H. Speaking of quirkiness, but in a good way, we can wind up this quick list of common concerns with a few Wiseman signature things. There are plenty more that I’m sure we’ll touch on in films to come, but I think one really noticeable interest of his is to go for those remarks which can be taken much more broadly than the contexts in which they’re uttered might suggest. A couple of Racetrack examples would include when a trainer speaks to a group of reporters and says "Let me tell you something about our business. You gotta win. Because if you don't win, they're gonna fire you. And they're entitled to." This might be capitalism reduced to its essentials. I mentioned those twin tv’s, where one is showing us a race in progress, but the strange one next to it is a movie showing where we hear the line “Now we either work together politically or fight it out’ - another overheard line from a random movie that might lead to broader thought as to its applicability. For maybe a third of these kinds of statements, during the mostly wordless birth of a foal at the start of the film, one of the hardworking humans assisting in the birth can’t help but exclaim: ”Look at this. What a wonderful thing." It doesn’t come across as narration, it’s more a heartfelt expression of the miracle of birth, not just of this one. Comments like all these show a film-maker really listening, and the significance comes from how easily generalizable so many of these comments allow.

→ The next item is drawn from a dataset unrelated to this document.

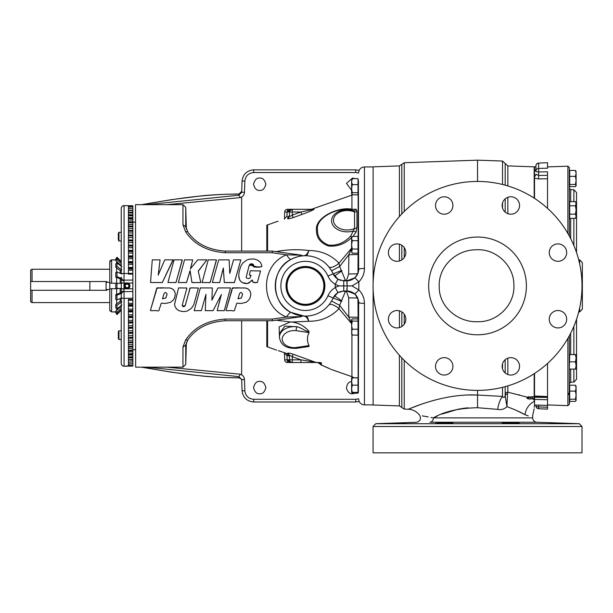 <?xml version="1.0" encoding="UTF-8"?>
<svg xmlns="http://www.w3.org/2000/svg" width="613" height="613" viewBox="0 0 613 613"><rect width="100%" height="100%" fill="white"/><g stroke="black" fill="none" stroke-linecap="round" stroke-linejoin="round"><path stroke-width="0.92" d="M212.343 287.949L200.359 287.918L194.16 310.661L201.348 310.661L205.953 294.432L205.271 310.661L213.086 310.661L221.339 294.669L217.178 310.661L224.304 310.661L230.496 287.941L217.99 287.941L211.883 300.171L212.343 287.949L200.359 287.949L194.16 310.661M230.496 287.941L217.99 287.911L211.883 299.933M221.339 294.524L217.178 310.661M205.953 294.294L205.271 310.661M212.32 282.516L219.669 282.57L223.308 268.31L224.32 282.562L234.404 282.562L240.848 259.858L233.538 259.858L229.768 273.429L229.139 259.858L218.711 259.858L212.32 282.516L219.669 282.516L223.308 268.011L224.32 282.501L234.404 282.501L240.848 259.858M202.091 282.516L210.144 282.57L216.389 260.303L216.389 259.858L208.228 259.858L202.091 282.516L210.144 282.516L216.389 259.858M167.931 282.516L175.985 282.57L182.23 260.303L182.23 259.858L174.069 259.858L167.931 282.516L175.985 282.516L182.23 259.858M178.329 282.516L186.513 282.57L190.091 270.793L191.953 282.57L200.796 282.57L198.252 271.053L206.88 259.858L197.685 259.858L190.451 268.778L192.674 259.858L184.513 259.858L178.329 282.516L186.513 282.516L190.091 270.532L191.953 282.516L200.796 282.516M190.451 269.069L192.674 259.858M198.252 271.298L206.88 259.858M150.522 282.516L162.292 282.57L172.996 260.303L172.996 259.858L164.767 259.858L158.223 274.992L160.077 259.858L152.277 259.858L150.522 282.516L162.292 282.516L172.996 259.858M158.223 275.176L160.077 259.858M186.934 287.987L178.559 287.918L174.582 303.925L174.782 305.879L176.437 308.921L179.111 310.783L183.149 311.557C185.433 311.619 186.544 311.151 187.639 310.806L191.417 308.331L193.838 304.661L198.413 287.987C197.003 288.233 188.375 287.229 189.946 288.685L185.249 305.481C183.984 307.159 182.973 307.09 182.214 305.282L186.934 287.987L178.559 287.949L174.582 304.247M198.413 287.987L190.965 287.918C188.988 288.424 189.195 293.006 188.597 293.428L186.122 302.255C185.547 305.941 184.245 306.898 182.222 305.121M250.786 294.485L250.786 294.34C250.548 290.685 248.61 288.547 244.97 287.918C240.848 288.34 235.446 287.083 232.143 288.616L225.959 310.439C226.458 311.059 229.247 310.446 231.614 310.599C235.79 311.596 234.105 309.81 235.469 307.251C236.564 304.814 236.197 302.393 238.036 303.297L241.223 303.435L246.127 302.301L248.801 300.079L250.119 297.711L250.786 294.493C250.732 292.799 250.326 291.474 249.568 290.516C248.043 289.114 248.832 288.945 244.97 287.949L237.997 287.964C234.633 288.401 233.492 287.374 232.404 288.033C231.944 288.654 232.051 291.014 230.932 293.596L225.959 310.439M238.748 275.513L238.748 275.689C239.032 280.992 241.897 283.627 247.346 283.597L252.541 280.256C252.395 283.474 255.184 282.386 257.345 282.57L260.556 270.954L251.866 270.816C249.391 269.636 250.296 273.528 249.322 275.061L251.108 275.49L250.15 277.528C249.928 279.237 245.468 278.455 246.273 276.777L249.207 265.398C250.74 262.203 254.372 264.67 253.476 265.276L253.345 266.417C253.437 266.893 261.797 267.245 261.828 266.234C261.981 265.544 261.368 264.096 259.973 261.912L257.659 260.165L254.954 259.245C254.234 258.832 248.434 258.778 246.204 260.456L242.871 263L240.901 266.126L239.959 268.923C239.583 270.938 239.001 271.023 238.748 275.513L239.545 279.582C239.468 279.857 241.2 282.218 242.556 282.67L247.43 283.551L249.192 282.877L252.15 279.949L253.069 282.294L257.345 282.516L260.556 270.954M249.322 275.061L251.1 275.574M246.273 276.854L248.395 268.555C249.077 264.471 250.771 263.444 253.468 265.46M253.345 266.425L253.345 266.755C256.265 267.414 259.092 267.352 261.828 266.563L261.828 266.234M279.444 337.242L279.16 326.875L290.278 321.948L276.103 320.216L301.634 316.63L272.41 320.737L272.21 319.089L286.539 317.005C259.912 306.898 259.751 265.054 286.539 254.824L272.21 252.74L272.41 251.092L301.634 255.2L276.103 251.614C287.275 249.506 298.156 249.154 308.745 250.548C320.775 250.502 330.859 254.717 338.997 263.169L339.617 266.494L348.812 254.74L348.682 274.003L346.422 280.808L345.311 280.072L343.219 280.792M272.21 252.74L225.232 252.74C207.447 251.483 194.252 244.533 185.655 231.898L182.965 224.802L185.739 226.641L187.9 232.105C196.076 243.645 208.527 249.974 225.239 251.092L272.41 251.092L276.103 251.614M276.103 320.216L272.41 320.737L225.239 320.737C208.527 321.856 196.076 328.185 187.9 339.725L185.739 345.188L182.965 347.027L185.655 339.931C194.252 327.296 207.447 320.346 225.232 319.089L272.21 319.089M175.264 294.485L175.264 294.34C175.027 290.685 173.088 288.547 169.441 287.918C165.326 288.34 159.916 287.083 156.621 288.616L150.43 310.439C150.928 311.059 153.725 310.446 156.085 310.599C160.261 311.596 158.583 309.818 159.939 307.251C161.035 304.814 160.667 302.393 162.506 303.297L165.694 303.435L170.598 302.301L173.28 300.079L174.59 297.711L175.264 294.493C175.211 292.799 174.797 291.474 174.038 290.516C172.521 289.114 173.31 288.945 169.441 287.949L162.468 287.964C159.112 288.401 157.962 287.367 156.882 288.041C156.422 288.654 156.522 291.014 155.411 293.596L150.43 310.439M358.023 252.081L358.023 237.576M352.268 236.449L351.617 238.564L352.268 236.449L358.023 236.449L358.023 253.207L352.268 253.207L351.617 252.081L352.268 249.047L351.617 244.863L351.617 251.123L352.268 253.207M351.617 238.564L351.617 244.863L352.268 240.671L351.617 238.564M358.023 240.671L352.268 240.671M358.023 249.047L352.268 249.047M358.237 190.375L358.375 185.816M358.375 191.172L358.023 179.463M352.268 179.448L351.617 179.463L352.268 178.636L358.023 178.636L358.023 184.59L352.268 184.59L351.617 181.617L351.617 183.118M358.023 184.59L358.023 194.804L352.268 194.804L351.617 193.739L352.268 193.992M358.26 378.497L358.375 392.366M358.375 380.658L358.023 377.853L358.023 392.381L352.268 392.381L351.617 388.765L351.617 392.366L352.268 392.381L351.655 392.366M351.617 380.006L351.617 388.765L352.268 385.148L351.617 381.516L352.268 377.876L351.617 377.853L351.617 381.516C348.567 381.784 346.851 384.106 346.468 388.481C347.985 392.351 350.023 394.105 352.567 393.761L355.157 393.194M351.617 377.853L352.268 377.838L351.762 377.608M358.023 385.148L352.268 385.148M358.023 377.876L352.268 377.876M358.023 377.838L352.268 377.838M135.649 367.164L135.511 204.665L135.649 367.164L182.965 367.164L182.965 347.027M185.655 339.931A2.789 1.624 -143.8 0 0 187.9 339.725L187.946 339.663M186.36 229.216L185.747 207.355L185.739 226.641M185.739 345.188L185.747 364.474L186.36 342.613M185.785 344.835L185.869 344.368M185.785 226.994L185.869 227.461M185.655 231.898A2.789 1.624 -36.2 0 1 187.9 232.105M225.232 252.74L225.239 251.092M225.239 320.737L225.232 319.089M266.816 225.193L276.754 221.638L266.816 225.193L266.816 251.092M266.816 346.636L276.555 350.123L266.816 346.636L266.816 320.737M305.626 255.736A9.287 3.44 90.3 0 0 308.745 250.548A9.287 4.046 100.4 0 1 304.439 255.606A9.287 7.364 90.3 0 0 305.626 255.736C301.236 255.544 296.355 256.77 290.983 259.422A9.287 1.808 61.4 0 1 286.539 254.824L301.634 255.2M357.961 272.547L358.092 254.518L348.812 254.74L351.931 247.798L338.997 263.169A9.287 3.747 140.6 0 1 328.76 266.755L331.579 270.816L339.617 266.494L345.311 280.072L344.667 280.808M351.931 237.346C344.843 244.074 336.958 246.939 328.277 245.959C320.361 242.871 316.438 237.714 316.507 230.503C314.339 217.492 338.69 206.313 351.931 209.24L356.191 209.286A2.789 2.605 -63.8 0 1 353.264 210.566L350.667 209.776C338.583 206.734 315.12 217.676 317.488 230.09C317.358 237.001 321.013 241.997 328.461 245.07C336.813 245.928 344.215 242.924 350.667 236.059L351.808 237.239M313.435 209.133L312.523 209.14M352.789 194.804L311.871 209.148L314.132 209.125C313.657 210.159 306.01 212.926 301.872 214.466L293.16 217.607L292.24 215.148C290.631 216.266 289.688 216.558 289.42 216.029L289.566 211.998L289.443 215.347L287.558 218.527C287.987 219.01 289.857 218.703 293.16 217.607M287.964 217.876L287.574 218.013M278.034 221.27L276.754 221.638L278.034 221.27M357.509 298.025L348.682 297.826L346.422 291.022L345.311 291.757L339.617 305.335L348.812 317.09L351.931 324.032L338.997 308.661C330.89 317.097 320.806 321.312 308.745 321.281L292.003 322.032C298.822 322.936 304.5 326.085 309.044 331.48L309.036 332.606C306.914 336.943 306.914 341.272 309.036 345.594L309.044 346.46L301.029 347.617M278.348 350.605L287.574 353.816L287.558 353.303C287.98 352.82 289.849 353.126 293.16 354.222L315.611 362.314L321.396 362.789L321.473 365.11C333.687 370.467 333.687 370.467 321.473 365.11A2.789 0.567 111.2 0 1 321.388 365.11A2.789 0.567 111.2 0 1 321.319 365.049M322.944 365.731L330.192 368.972M329.802 368.781L328.177 367.999M328.154 367.992L325.189 366.643M323.511 365.93L321.48 365.11A2.789 2.751 -2 0 1 319.994 363.907A2.789 2.774 90 0 0 317.595 362.521L287.474 362.521L292.347 362.521L287.474 361.088L287.129 359.846L289.566 359.839L289.42 355.801A2.789 2.751 -2 0 0 287.558 353.303M301.634 316.63L286.539 317.005A9.287 1.808 -61.4 0 1 290.983 312.408L304.125 316.063M290.983 259.422C270.364 268.954 270.471 302.983 290.983 312.408M141.411 204.665C145.771 204.849 188.98 194.306 237.208 194.076L237.177 193.999C222.258 194.29 210.374 194.919 201.516 195.869L171.801 199.6L141.411 204.665L147.089 204.665L140.86 204.665M237.177 377.83L239.17 377.922L237.177 377.83C222.258 377.539 210.374 376.911 201.516 375.961L171.801 372.229L141.411 367.164L147.089 367.164L140.86 367.164M249.66 265.031L256.678 266.793M356.191 231.791L356.965 227.369L356.965 211.11A2.789 1.962 5.5 0 1 354.536 212.006A13.762 9.731 0 0 0 336.798 213.906A13.762 9.731 0 0 0 336.798 226.595A13.762 9.731 0 0 0 354.536 228.496L353.264 231.001A2.789 0.437 -161.1 0 0 356.191 231.791L353.042 236.449M356.965 211.11L356.191 209.286M351.931 195.149L351.931 209.24A2.789 1.862 -80.7 0 1 350.667 209.776M284.432 219.117A2.789 2.697 2 0 0 284.447 218.933L284.685 211.998A2.789 2.789 0 0 1 287.474 209.309L313.212 209.309A2.789 2.582 90 0 0 314.132 209.125M301.872 214.466L300.952 211.998L289.566 211.998A2.789 2.789 0 0 1 292.347 209.309L289.911 210.742L289.566 211.983L287.129 211.983L287.474 210.742L292.347 209.309L292.24 215.148L300.952 211.998L313.212 209.309M287.558 218.527A2.789 2.751 -178 0 0 289.42 216.029L289.443 215.347M309.036 332.606L296.11 330.66L296.531 326.744C301.075 327.242 305.412 331.763 309.044 331.48M296.531 326.744L284.861 326.108L279.444 333.579L279.444 337.127A14.858 10.505 0 0 1 296.531 326.744M309.044 346.46L296.408 348.337L296.11 347.54L309.036 345.594M292.003 322.032L290.278 321.948M304.439 316.224A9.287 4.046 -100.4 0 1 308.745 321.281A9.287 3.44 89.7 0 0 305.626 316.093A9.287 7.364 89.7 0 0 304.439 316.224M289.298 355.632L289.566 359.839L300.952 359.839L292.24 356.682C290.631 355.563 289.688 355.272 289.42 355.801L289.443 356.482L287.964 353.985L279.107 350.851M287.129 359.823L286.984 355.778L284.447 352.896A2.789 2.697 178 0 0 284.432 352.713L284.685 359.839L289.566 359.846A2.789 2.789 0 0 0 292.347 362.521L292.24 356.682L293.16 354.222M317.572 362.521L319.986 363.907A2.789 2.789 0 0 0 321.388 365.11A2.789 2.789 0 0 1 319.986 363.907L321.396 362.789L318.568 362.521L300.952 362.521L300.952 359.839L315.611 362.314M316.829 362.521L316.009 362.413L316.829 362.521M331.579 301.014L339.617 305.335L338.997 308.661A9.287 3.747 39.4 0 0 328.76 305.075M358.375 180.237L358.643 269.283C358.605 272.609 357.356 275.444 354.912 277.773L347.088 280.808L343.74 280.808L337.97 279.267L332.859 273.298M332.859 298.531L334.361 295.795M166.767 204.665L240.388 197.608C242.894 196.696 244.25 194.911 244.457 192.252L244.855 181.042C245.545 175.885 248.487 173.042 253.667 172.529L355.755 172.529L358.628 173.012M166.767 367.164L240.388 374.221C242.894 375.133 244.25 376.918 244.457 379.577L244.855 390.787C245.545 395.944 248.487 398.787 253.667 399.301L355.755 399.301L358.628 398.818M358.092 254.518L358.115 252.081M350.667 236.059L353.264 231.001A15.662 11.072 180 0 1 331.572 220.78A15.662 11.072 180 0 1 353.264 210.566L354.536 212.006L354.536 228.496A2.789 1.962 174.5 0 0 356.965 227.369M358.375 250.617L358.375 240.442M358.513 239.024L358.429 239.583L358.513 239.024M358.375 190.52L358.375 186.306M358.237 242.986L358.375 239.101M346.874 283.497L347.088 280.808L347.088 285.919L351.962 285.919L358.835 281.865C362.521 278.141 364.39 273.674 364.444 268.463A5.801 0.851 0 0 0 358.643 269.283L358.214 271.636M358.306 269.268L359.18 269.253M320.331 362.521L318.568 362.521L320.331 362.521M358.429 332.246L358.498 332.782M358.375 385.523L358.375 381.309M358.375 331.388L358.375 321.212M358.306 302.561L359.18 302.577M358.375 391.592L358.643 302.546L358.214 300.194M357.961 299.282L358.115 319.748M358.092 317.312L348.812 317.09L348.682 297.826M141.411 367.164C145.771 366.98 188.98 377.524 237.208 377.754M334.361 276.034L333.104 273.842L341.617 270.456M334.2 275.812L336.085 277.927M336.935 278.601L337.97 279.267L335.188 284.348L338.874 285.919L347.088 285.919L347.088 291.022L343.74 291.022L337.97 292.562L333.104 297.987A30.183 30.183 0 0 1 286.922 309.741A30.183 30.183 0 0 1 286.922 262.088A30.183 30.183 0 0 1 333.104 273.842L327.97 276.08C329.51 279.566 331.924 282.286 335.211 284.256M337.985 279.283L341.043 280.486M341.617 301.374L333.104 297.987A30.183 30.183 0 0 1 286.922 309.741A30.183 30.183 0 0 1 286.922 262.088A30.183 30.183 0 0 1 333.104 273.842M334.2 296.018L336.085 293.903M336.935 293.229L337.97 292.562L335.188 287.482L338.874 285.919M337.985 292.547L341.043 291.344M259.713 178.069C262.625 177.716 264.678 179.778 265.873 184.237C264.678 188.697 262.625 190.75 259.713 190.398C256.793 190.75 254.74 188.697 253.544 184.237C254.74 179.778 256.793 177.716 259.713 178.069M351.617 190.321L346.468 183.348L352.567 178.069L355.157 178.636M358.513 182.605L358.613 183.019M237.208 194.076L238.924 194.007L238.84 195.21L147.089 204.665M238.84 195.21L240.388 197.608M241.706 380.428A2.789 2.705 -2 0 0 238.924 377.823L238.84 376.62L147.089 367.164M238.84 376.62L240.388 374.221M259.713 393.761C256.793 394.113 254.74 392.052 253.544 387.592C254.74 383.133 256.793 381.079 259.713 381.432C262.625 381.079 264.678 383.133 265.873 387.592C264.678 392.052 262.625 394.113 259.713 393.761M289.336 355.77L286.984 355.778L287.589 353.816M291.612 209.401L292.347 209.309A2.789 2.789 0 0 0 289.566 211.998L284.685 211.998L284.447 218.933L286.984 216.052L287.129 212.006M288.554 217.416L286.984 216.052M334.407 276.103L341.878 270.908M347.694 280.785L346.422 280.486M357.509 273.804L348.682 274.003M353.678 278.608C351.471 280.064 349.617 280.823 346.981 280.808L353.678 278.608C355.004 277.957 356.375 276.111 357.8 273.053L358.245 271.49M353.693 278.601A11.586 11.578 90 0 0 358.467 269.283M291.612 362.429L292.347 362.521A2.789 2.789 0 0 1 289.566 359.839L289.911 361.088A2.789 1.211 151 0 0 287.474 361.088L287.474 362.521A2.789 2.789 0 0 1 284.685 359.839L284.432 352.713M346.874 288.332L346.981 291.022L354.912 294.056C357.356 296.385 358.605 299.221 358.643 302.546A5.801 0.851 0 0 0 364.444 303.366L364.444 404.894L373.118 404.894M353.693 293.236L353.678 293.221C351.471 291.765 349.617 291.006 346.981 291.022L353.693 293.236A11.586 11.578 -90 0 1 358.467 302.546M347.694 291.045L346.422 291.344M343.694 291.022L345.311 291.757L344.667 291.022M341.878 300.922L334.407 295.727M343.609 291.167L343.219 291.037M237.177 193.999L238.924 194.007A2.789 2.705 2 0 0 241.706 191.402M359.157 170.353L355.755 169.839L253.667 169.839C246.847 170.521 242.986 174.253 242.066 181.042L241.675 192.252L244.457 192.252M359.157 401.477L355.755 401.99L253.667 401.99C246.847 401.308 242.986 397.576 242.066 390.787L241.675 379.577L238.878 376.627M333.104 297.987L327.97 295.75C329.51 292.263 331.924 289.543 335.211 287.581M305.443 305.358A19.447 19.447 0 0 1 300.178 267.199A19.447 19.447 0 0 1 323.266 278.133A19.447 19.447 0 0 1 305.443 305.358M335.188 287.482L335.188 284.348M241.675 192.252L238.878 195.202M241.675 379.577L244.457 379.577M354.912 277.773L358.835 281.85L358.835 289.98C362.521 293.688 364.39 298.156 364.444 303.366M289.911 210.742A2.789 1.211 29 0 1 287.474 210.742L287.474 209.309A2.789 2.789 0 0 0 284.685 211.998M351.962 285.919L358.835 289.964M129.948 285.919A2.896 2.896 0 0 0 125.604 283.405A2.896 2.896 0 0 0 125.604 288.424A2.896 2.896 0 0 0 129.948 285.919M124.125 280.164L123.979 282.945L126.477 282.991A2.981 2.981 0 0 1 127.726 283.007C130.569 284.945 130.569 286.884 127.726 288.823L126.477 288.846C123.519 286.892 123.519 284.938 126.477 282.991L132.852 283.099M124.952 285.919A2.092 2.092 0 0 0 128.094 287.727A2.092 2.092 0 0 0 128.094 284.103A2.092 2.092 0 0 0 124.952 285.919L126.002 287.727L128.094 287.727L129.144 285.919L128.094 284.103L126.002 284.103L124.952 285.919M128.056 284.103L126.002 284.103L125.481 285.007A1.816 1.816 0 0 0 125.481 286.823L126.002 287.727M126.04 287.727L127.052 287.727A1.816 1.816 0 0 0 128.623 285.007A1.816 1.816 0 0 0 125.481 285.007L124.991 285.85M128.623 285.007L128.132 284.164M128.623 286.823L129.105 285.98M125.481 286.823A1.816 1.816 0 0 0 127.052 287.727L128.094 287.727M121.244 297.144L121.244 363.432C121.42 365.149 122.362 366.084 124.071 366.229C122.362 366.084 121.42 365.149 121.244 363.44M121.244 330.123L121.244 330.805L118.953 330.805L118.953 339.51L118.347 338.644L118.347 331.679L118.953 330.805M118.953 339.51L121.244 339.51L121.244 360.421M121.244 221.546L121.244 215.745M132.852 280.064L123.979 280.156A2.789 2.789 0 0 1 121.244 277.375L121.244 277.084M121.244 277.375A2.789 2.789 0 0 0 123.979 280.156L124.079 273.467A2.789 0.429 180 0 0 121.244 273.888L121.244 208.428A2.789 2.751 180 0 1 124.079 205.669L124.079 273.467L128.439 273.544L128.439 268.877L132.852 269.084L132.852 267.46M121.244 282.945L123.979 282.945L123.979 288.884L121.244 288.884L121.244 293.267L121.29 277.858A5.801 5.801 0 0 0 121.244 278.563A2.789 2.191 0 0 0 123.964 280.754M121.244 304.523L121.244 293.267A2.789 2.191 0 0 1 123.964 291.075L123.979 291.673L132.852 291.52L132.852 274.034L128.439 274.157L128.439 273.544M128.439 205.738L132.852 205.784L124.071 205.6L128.439 205.738L128.439 206.658L132.852 206.696L128.439 206.811L128.439 208.198L132.852 208.213L128.439 208.397L128.439 210.175L132.852 210.182L132.852 210.573L128.439 210.428L128.439 212.596L132.852 212.581L132.852 213.048L128.439 212.895L128.439 215.431L132.852 215.401L132.852 215.937L128.439 215.776L128.439 218.672L132.852 218.626L132.852 219.232L128.439 219.056L128.439 222.297L132.852 222.235L132.852 222.91L128.439 222.726L128.439 226.281L132.852 226.205L132.852 226.94L128.439 226.756L128.439 230.611L132.852 230.526L132.852 231.316L128.439 231.124L128.439 235.262L132.852 235.154L132.852 236.005L128.439 235.806L128.439 240.196L132.852 240.081L132.852 240.978L128.439 240.771L128.439 245.399L132.852 245.269L132.852 246.204L128.439 245.997L128.439 250.832L132.852 250.686L132.852 251.667L128.439 251.453L128.439 256.464L132.852 256.311L132.852 257.314L128.439 257.108L128.439 262.264L132.852 262.096L132.852 263.138L128.439 262.923L128.439 268.203L132.852 268.027M132.852 212.251L128.439 212.251L132.852 212.581L132.852 210.573M121.244 294.455A2.789 2.789 0 0 1 123.979 291.673L124.079 298.362L132.852 298.202L132.852 299.573L128.439 299.389L128.439 304.73L132.852 304.523L132.852 305.573L128.439 305.404L128.439 310.645L132.852 310.439L132.852 311.465L128.439 311.304L128.439 316.415L132.852 316.208L132.852 317.212L128.439 317.059L128.439 322.017L132.852 321.81L132.852 322.775L128.439 322.637L128.439 327.411L132.852 327.196L132.852 328.124L128.439 328.001L128.439 332.56L132.852 332.353L132.852 333.242L128.439 333.127L128.439 337.449L132.852 337.25L132.852 338.077L128.439 337.978L128.439 342.039L132.852 341.839L132.852 342.621L128.439 342.537L128.439 346.307L132.852 346.123L132.852 346.835L128.439 346.766L128.439 350.23L132.852 350.054L132.852 350.705L128.439 350.651L128.439 353.785L132.852 353.617L132.852 354.207L128.439 354.161L128.439 356.95L132.852 356.789L132.852 357.31L128.439 357.287L128.439 359.716L132.852 359.563L132.852 360.007L128.439 360L128.439 362.053L132.852 361.908L128.439 362.283L128.439 363.953L132.852 363.823L128.439 364.137L128.439 365.402L132.852 365.501L124.071 366.229L132.852 366.091L128.439 366.091M132.852 298.202L132.852 291.52M132.852 365.501L132.852 366.091M128.439 300.217L132.852 300.247L132.852 299.573M132.852 304.523L132.852 300.247L128.439 300.247M132.852 310.439L132.852 305.573M132.852 306.102L128.439 306.155M132.852 316.208L132.852 311.465M132.852 311.871L128.439 311.956M132.852 321.81L132.852 317.212M132.852 317.488L128.439 317.618M132.852 327.196L132.852 322.775M132.852 322.921L128.439 323.105M132.852 332.353L132.852 330.79L128.439 330.79L128.439 328.384L132.852 328.124M132.852 330.79L132.852 328.384M132.852 337.25L132.852 335.633L128.439 335.633L128.439 333.434L132.852 333.242M132.852 335.633L132.852 333.434M132.852 341.839L132.852 340.192L128.439 340.192L128.439 338.223L132.852 338.077M132.852 340.192L132.852 338.223M128.439 344.437L128.439 342.721L132.852 342.621L132.852 344.437L128.439 344.437M132.852 346.123L132.852 344.437M128.439 348.353L128.439 346.897L132.852 346.835L132.852 348.353L128.439 348.353M132.852 350.054L132.852 348.353M132.852 353.617L132.852 351.908L128.439 351.908L128.439 350.651M132.852 351.908L132.852 350.705L128.439 350.736M132.852 356.789L132.852 355.088L128.439 355.088L128.439 354.161M132.852 355.088L132.852 354.207L128.439 354.214M128.439 357.869L128.439 357.31L132.852 357.31L132.852 357.869L128.439 357.869M132.852 359.563L132.852 357.869M132.852 361.908L132.852 360.237L128.439 360M129.228 362.283L128.439 362.283L128.439 363.953M132.852 363.823L132.852 362.275M132.852 365.287L132.852 364.114M128.439 365.402L128.439 364.137M132.852 274.034L132.852 269.084M132.852 206.696L132.852 205.784M132.852 208.213L132.852 206.926M128.439 208.198L128.439 206.811M131.688 210.175L132.852 210.175L132.852 208.527M128.439 210.175L129.803 210.175M132.852 214.742L132.852 215.401L128.439 215.393L128.439 214.742L132.852 214.742L132.852 213.048M132.852 217.646L132.852 218.626L128.439 218.603L128.439 217.646L132.852 217.646L132.852 215.937M132.852 220.933L132.852 222.235L128.439 222.19L128.439 220.933L132.852 220.933L132.852 219.232M132.852 224.603L132.852 226.205L128.439 226.136L128.439 224.603L132.852 224.603L132.852 222.91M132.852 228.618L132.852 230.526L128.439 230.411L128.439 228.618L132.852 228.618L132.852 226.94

It’s a Wiseman thing too just to appreciate odd characters, especially to allow for individual ways of speaking to get a full hearing. It may be that his frequent returns to New York can partly be because so much distinctive behavior and colorful language is on display there, but Wiseman finds it everywhere. Sometimes it will be telephone monologs, other times general observations or jokes, or unexpected humor in difficult situations. This one’s a little hard to pin down, but you know it when you see it - people expressing themselves in an ironic or unpredictable manner, even if they appear in a film for a very short period of time.

As this body of films grows, Wiseman seems to employ a shorthand in referencing things we’ve seen before, as if to say, he knows he’s developing a broad panorama full of linkages. I’ve already been bringing this sort of stuff up, but I just want to note here that it’s a pretty common practice in his films, that things are showing up which are very close to moments in other films. Here’s the strangest Racetrack one, and a chance to impress your friends with serious Wiseman trivia. Here it is: what song appears in more than one Wiseman film? No, not two different Paul Simon songs - we did that one already. What’s an exact song that you hear in two different films? And remember, except for that Otis Redding at the start of High School, he’s not choosing any music, so it has to be the rarest of coincidence for the same song to be on two different radios in two different movies. So when that does happen, wouldn’t you say it’s more than just chance? It’s an association, a reminder, a reference. OK, the answer on this one is the song “Still” by Lionel Richie. In Racetrack, in our first visit to a horse barn, we see in close-up a radio, with the appropriate lyrics being sung "We played the games that people play”. As is Wiseman’s wont with songs, it plays for a pretty good while (instead of just snippets here and there) as we see horses settled into their stalls. I don’t think it’s all that popular a tune, but the same song was playing in Model where the models are being given a bunch of commands by a photographer - the “a little less smile” and the “a little more innocent, a little more sexual” sequence. It’s not that big a deal, but it’s that “didn’t I hear this before” which surfaces in lots of ways in these films. Just to continue with the Model connections, in the winner’s circle after the first race, when one of the photographers shouts the request “Turn the horse’s head around” we’ve certainly been there before. And outside of Roseland, among brief shots of city streets, of course we have to notice the male model photo for a cigarette ad. Those other worlds we’ve looked into still exist, and they bring associations back which make us feel like we’re watching that one big Wiseman movie.